● **TASK DESCRIPTION**
Your task is to filter the data below down to the lines holding "Linux".

● **RECORDS PROVIDED**

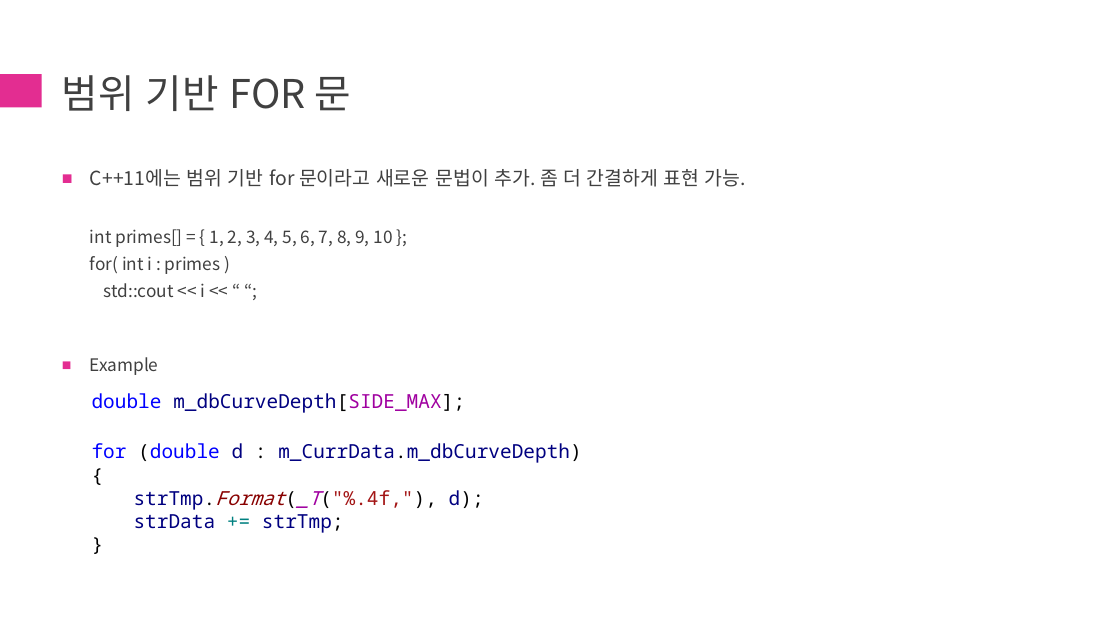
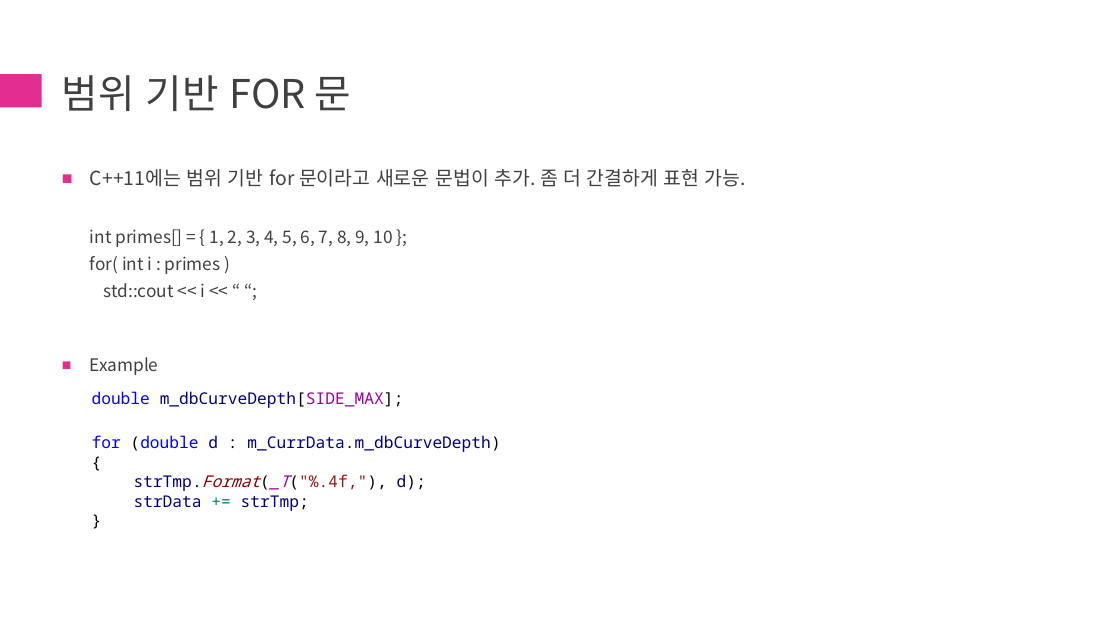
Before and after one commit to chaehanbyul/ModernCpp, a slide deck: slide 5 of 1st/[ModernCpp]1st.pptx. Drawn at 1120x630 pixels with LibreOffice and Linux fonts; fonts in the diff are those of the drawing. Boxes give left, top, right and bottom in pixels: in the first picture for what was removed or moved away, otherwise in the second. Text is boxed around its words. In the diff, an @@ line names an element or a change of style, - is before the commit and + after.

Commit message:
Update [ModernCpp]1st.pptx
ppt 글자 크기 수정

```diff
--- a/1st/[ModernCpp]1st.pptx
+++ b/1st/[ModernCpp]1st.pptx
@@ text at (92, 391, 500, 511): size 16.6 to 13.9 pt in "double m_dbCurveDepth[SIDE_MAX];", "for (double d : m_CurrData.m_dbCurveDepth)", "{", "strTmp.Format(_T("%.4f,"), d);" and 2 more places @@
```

* * *

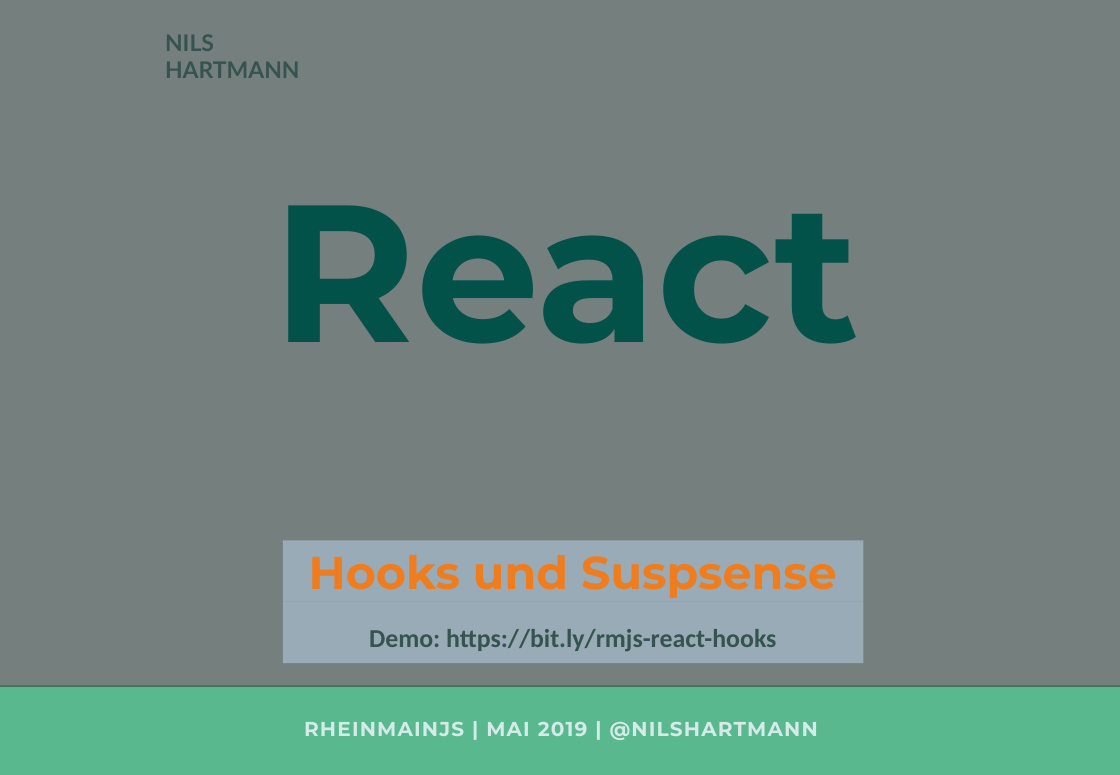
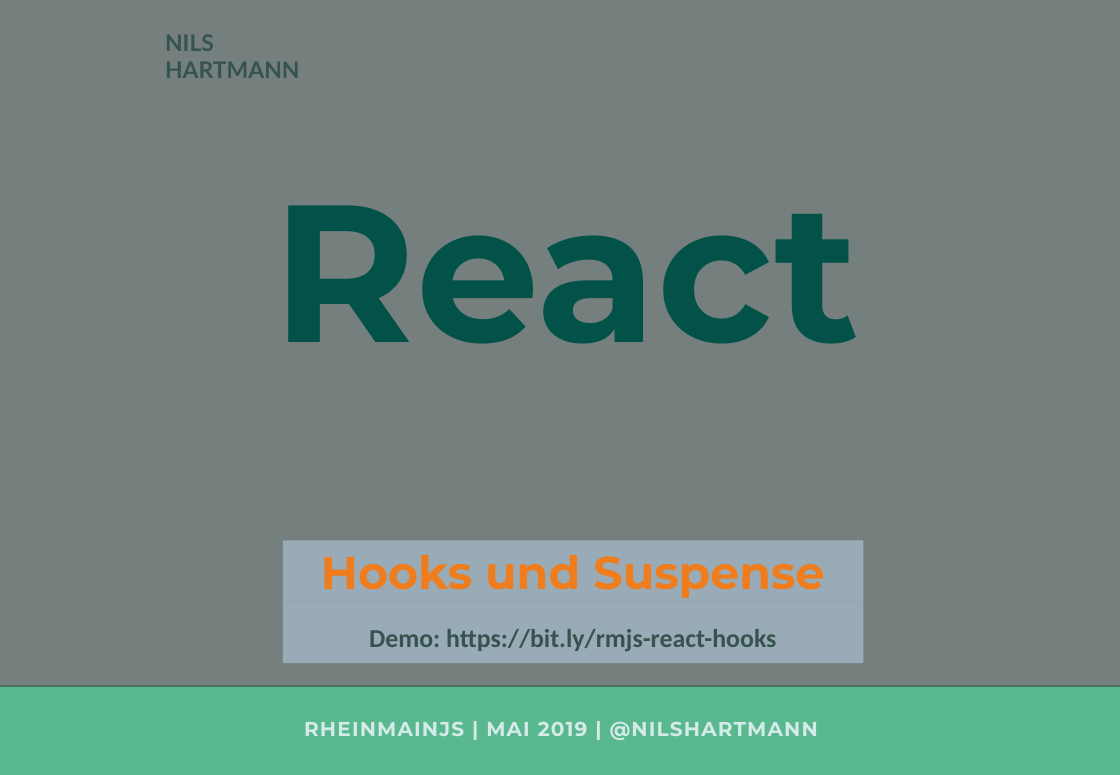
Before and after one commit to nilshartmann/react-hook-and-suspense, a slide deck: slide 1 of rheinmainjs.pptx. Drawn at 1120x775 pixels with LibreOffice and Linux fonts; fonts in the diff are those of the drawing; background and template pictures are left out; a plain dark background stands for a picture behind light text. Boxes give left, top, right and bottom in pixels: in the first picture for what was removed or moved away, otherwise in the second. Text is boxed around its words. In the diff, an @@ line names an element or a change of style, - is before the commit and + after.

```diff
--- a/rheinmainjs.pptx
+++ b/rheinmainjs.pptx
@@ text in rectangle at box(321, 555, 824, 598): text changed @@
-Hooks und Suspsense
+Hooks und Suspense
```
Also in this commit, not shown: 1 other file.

● **RESULT OF THE EXERCISE**
Before and after one commit to chaehanbyul/ModernCpp, a slide deck: slide 5 of 1st/[ModernCpp]1st.pptx. Drawn at 1120x630 pixels with LibreOffice and Linux fonts; fonts in the diff are those of the drawing. Boxes give left, top, right and bottom in pixels: in the first picture for what was removed or moved away, otherwise in the second. Text is boxed around its words. In the diff, an @@ line names an element or a change of style, - is before the commit and + after.
Before and after one commit to nilshartmann/react-hook-and-suspense, a slide deck: slide 1 of rheinmainjs.pptx. Drawn at 1120x775 pixels with LibreOffice and Linux fonts; fonts in the diff are those of the drawing; background and template pictures are left out; a plain dark background stands for a picture behind light text. Boxes give left, top, right and bottom in pixels: in the first picture for what was removed or moved away, otherwise in the second. Text is boxed around its words. In the diff, an @@ line names an element or a change of style, - is before the commit and + after.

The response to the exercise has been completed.